Fewer than 300 wolverines remain in the lower 48 states, and global warming over the next 75 years is predicted to wipe out 63 percent of the snowy habitat they need to survive, government scientists have said. In fact changes due to climate warming are “threatening the species with extinction,” the Fish and Wildlife Service said in last year’s announcement of its protection proposal.

Now the memo — signed by Noreen Walsh, director of the Rocky Mountain Region of the Fish and Wildlife Service — tells federal scientists to set aside those conclusions, even though there has been no new science casting doubt on those findings.

“The Obama administration’s own scientists have said for years that global warming is pushing wolverines toward extinction, and now those conclusions are being cast aside for political convenience,” said Noah Greenwald, endangered species director at the Center. “This is a bizarre and disturbing turn, especially for an administration that’s vowed to let science rule the day when it comes to decisions about the survival of our most endangered wildlife.”

Fish and Wildlife Service scientists proposed Endangered Species Act protection for the wolverine in February 2013. Subsequently state officials in Montana, Idaho and Wyoming raised questions about the degree to which wolverines are dependent on persistent snow and about the degree to which warming will impact their habitat. In response Fish and Wildlife convened a panel of scientists to review the science behind the proposal, resulting in a report in which “nine out of nine panelists expressed pessimism for the long-term (roughly end-of-century) future of wolverines in the contiguous U.S. because of the effects of climate change on habitat.”

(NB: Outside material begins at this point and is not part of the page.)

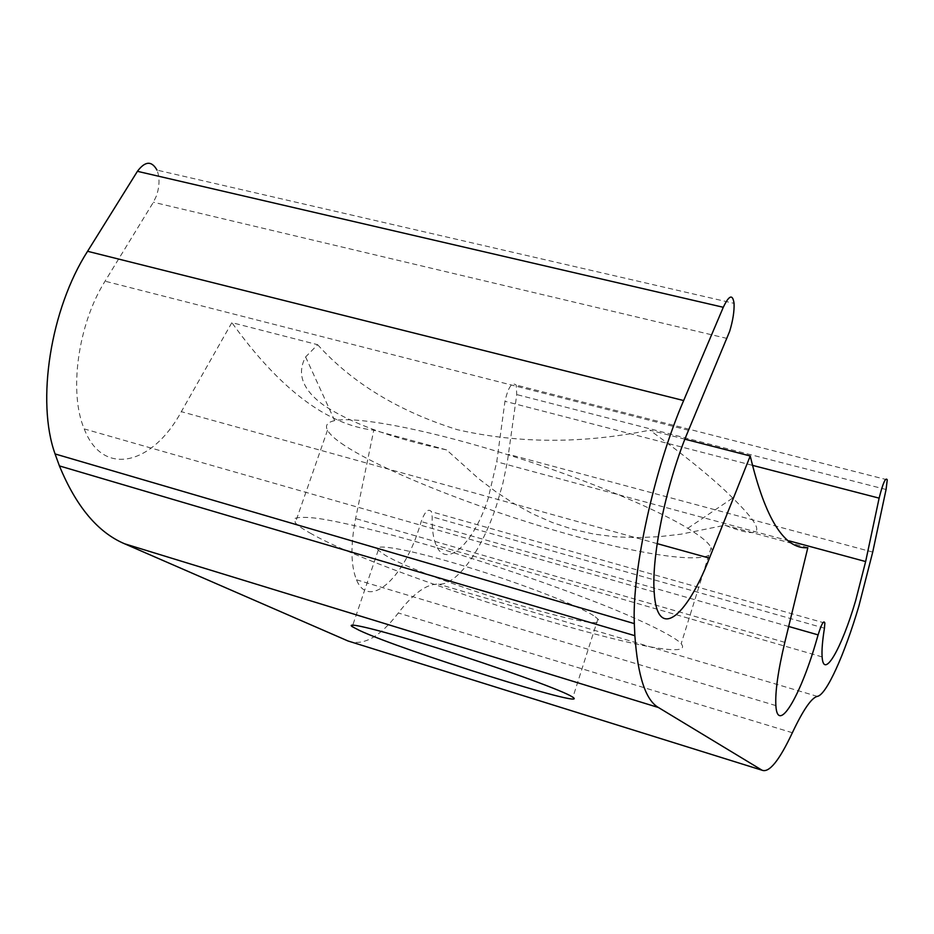 <?xml version="1.0" encoding="UTF-8"?>
<svg xmlns="http://www.w3.org/2000/svg" width="934" height="934" viewBox="0 0 934 934"><rect width="100%" height="100%" fill="white"/><g stroke="black" fill="none" stroke-linecap="round" stroke-linejoin="round"><path stroke-width="0.7" stroke-dasharray="4.67 3.5" d="M684.914 439.178L649.831 430.154C687.097 457.263 714.732 479.889 732.746 498.032C742.028 507.162 748.636 514.494 752.582 520.016C763.043 534.785 753.82 536.525 724.901 525.247L681.084 534.178L659.217 536.676L637.315 537.645L615.401 536.828L593.791 534.073L572.775 529.298L552.309 522.515L532.473 513.77L513.595 503.379L495.685 491.611L478.605 478.652L446.615 449.908C391.451 438.174 350.215 423.102 322.93 404.679C302.394 389.42 296.615 373.507 305.616 356.951L317.618 344.693L231.865 322.627L181.324 411.672C152.814 464.467 102.974 477.881 84.212 428.904C68.637 392.455 77.896 324.215 105.052 281.192L153.398 202.234L156.375 196.023C159.656 186.391 159.866 177.752 157.005 170.116L734.054 303.363M341.12 443.183C378.527 469.23 475.021 507.571 561.929 532.45C648.78 557.423 720.826 566.833 711.171 547.534L708.824 544.253C704.995 539.829 697.978 534.505 687.763 528.282C652.201 506.578 574.13 474.752 496.841 451.32C419.506 427.854 354.92 416.237 334.687 420.627C327.32 422.226 324.915 425.425 327.495 430.212C329.492 433.866 334.033 438.186 341.12 443.183M595.25 616.79L597.888 619.055C615.121 637.478 425.028 579.816 384.831 554.983L378.258 550.184C371.102 542.526 409.536 549.309 466.545 566.763C523.46 584.124 582.372 607.217 595.25 616.79M347.985 640.969C363.291 646.281 380.068 636.953 398.316 612.973C413.552 593.183 426.966 583.587 438.56 584.159C456.796 585.735 481.921 550.173 496.549 505.259L502.854 483.45L507.407 461.513L516.747 394.58L516.198 385.088C511.949 381.679 508.213 387.085 504.967 401.293L496.748 461.805L488.132 498.604C474.028 542.923 446.324 569.763 436.213 545.339C433.248 538.544 431.893 529.041 432.173 516.806L431.438 511.727C428.379 508.073 424.97 511.353 421.211 521.581L418.736 529.426C402.671 579.547 368.521 609.75 356.484 579.78C350.775 565.502 350.483 545.094 355.609 518.557L373.775 430.189C326.923 424.818 279.616 388.964 231.865 322.627M310.018 533.01C387.855 578.006 706.244 674.628 681.166 643.724L678.539 641.249C669.083 634.174 647.869 623.515 616.393 610.299C572.238 592.179 511.774 570.767 453.48 552.73C395.666 535.1 346.187 522.678 318.167 518.428C305.908 516.957 298.063 517.004 294.607 518.568L295.307 522.76C297.666 525.445 302.569 528.866 310.018 533.01M446.615 449.908L373.775 430.189M807.828 547.698L724.901 525.247M317.618 344.693C352.165 382.987 398.736 411.31 457.321 429.687C518.51 443.65 582.676 443.802 649.831 430.154M784.817 642.347L355.609 518.557M824.442 628.197L432.173 516.806M872.718 552.087L508.505 454.321M657.174 543.635L181.324 411.672M688.521 430.259L105.052 281.192M727.072 338.447L153.398 202.234M792.359 732.735L398.316 612.973M817.367 696.379L438.56 584.159M886.074 489.498L516.747 394.58M752.36 465.319L504.967 401.293M789.265 540.903L496.748 461.805M788.67 626.481L421.211 521.581M597.888 619.055L572.904 697.254M775.862 705.602L356.484 579.78M822.118 656.906L436.213 545.339M711.171 547.534L681.166 643.724M327.495 430.212L295.307 522.76M654.185 592.004L84.212 428.904M887.265 479.819L516.198 385.088M824.85 623.083L431.438 511.727M378.258 550.184L352.783 625.103M687.763 528.282L732.735 498.032M334.687 420.627L305.616 356.951"/><path stroke-width="1.4" d="M359.263 630.345C401.433 650.262 592.004 710.214 572.904 697.254L570.055 695.585C556.349 688.288 496.479 666.689 439.354 648.675C382.111 630.59 344.261 621.262 352.246 626.667L359.263 630.345M750.236 455.979L709.443 558.135C686.023 618.541 656.906 641.308 654.185 592.004C651.29 555.567 666.993 480.566 688.521 430.259L729.652 331.36C732.921 320.549 734.393 311.22 734.054 303.363C732.676 293.825 729.08 295.132 723.29 307.286L683.653 400.546C654.267 468.436 631.979 570.639 634.314 623.608L634.863 635.692C637.794 676.216 645.639 700.15 658.423 707.505L762.086 770.235C769.219 773.013 779.306 760.51 792.359 732.735C803.217 709.817 811.553 697.698 817.367 696.379C826.427 694.931 844.593 654.419 858.86 606.143L872.718 552.087L886.074 489.498L887.265 479.819C885.666 476.924 882.945 483.03 879.127 498.137L865.643 561.556L855.637 600.655C841.709 648.254 823.543 680.337 822.118 656.906C821.651 650.414 822.422 640.841 824.442 628.197L824.85 623.083C823.846 619.802 821.605 623.737 818.114 634.886L815.639 643.363C799.737 697.558 777.52 734.509 775.862 705.602C775.092 691.802 778.069 670.717 784.817 642.347L807.828 547.698C784.467 549.589 765.273 519.012 750.236 455.979L684.914 439.178M157.005 170.116C151.67 160.613 145.144 161.01 137.415 171.319L87.574 251.293C50.413 309.166 36.157 401.538 55.071 453.947L59.426 465.914C76.098 506.438 97.801 532.392 124.537 543.763L347.985 640.969L762.086 770.235M723.29 307.286L137.415 171.319M709.443 558.135L657.174 543.635M683.653 400.546L87.574 251.293M634.314 623.608L55.071 453.947M658.423 707.505L124.537 543.763M879.127 498.137L752.36 465.319M865.643 561.556L789.265 540.903M818.114 634.886L788.67 626.481M634.863 635.692L59.426 465.914M352.783 625.103L352.246 626.667"/></g></svg>

Based on the conclusions of the panel, scientists from the Montana field office of the Fish and Wildlife Service recommended that protection be finalized, but, as shown in the leaked memo, were overruled by agency bureaucrats.

“The decision to overrule agency scientists and deny protection to the wolverine is deeply disappointing and shows that political interference in what should be a scientific decision continues to be a problem under the Obama administration, just as it was under George W. Bush,” said Greenwald. “Wolverines and the winter habitats they depend on are severely threatened by our warming world. Only serious action to reduce fossil fuels can save the wolverine, tens of thousands of other species, and our very way of life.”

Background
On Feb. 4, 2013, the Fish and Wildlife Service found that wolverines warrant protection as a threatened species, concluding based on the “best scientific and commercial information available” that “the contiguous United States wolverine DPS presently meets the definition of a threatened species due to the likelihood of habitat loss caused by climate change resulting in population decline leading to breakdown of metapopulation dynamics.” This conclusion was based on the fact that “(w)olverines require habitats with near-arctic conditions wherever they occur,” that they “exist as small and semi-isolated subpopulations in a larger metapopulation that requires regular dispersal of wolverines between habitat patches to maintain itself” and that “(c)limate changes are predicted to reduce wolverine habitat and range by 31 percent over the next 30 years and 63 percent over the next 75 years, rendering remaining wolverine habitat significantly smaller and more fragmented.”

In response to the proposed rule, the states of Montana, Idaho and Wyoming all submitted comments opposing protection of wolverines, questioning the science behind the conclusion that they were threatened by climate change. To address these concerns, the Fish and Wildlife Service delayed final protection for six months and convened an expert scientific panel to evaluate the science. The panel issued a report in April 2014 concluding that “there are three primary climate related factors that are correlated with wolverines: persistent deep snow, contiguous snow, and temperature,” a finding that led to the panel’s unanimous statement of concern for the long-term survival  of wolverines in the contiguous United States. These conclusions support the conclusion of the proposed rule that the wolverine is threatened with extinction.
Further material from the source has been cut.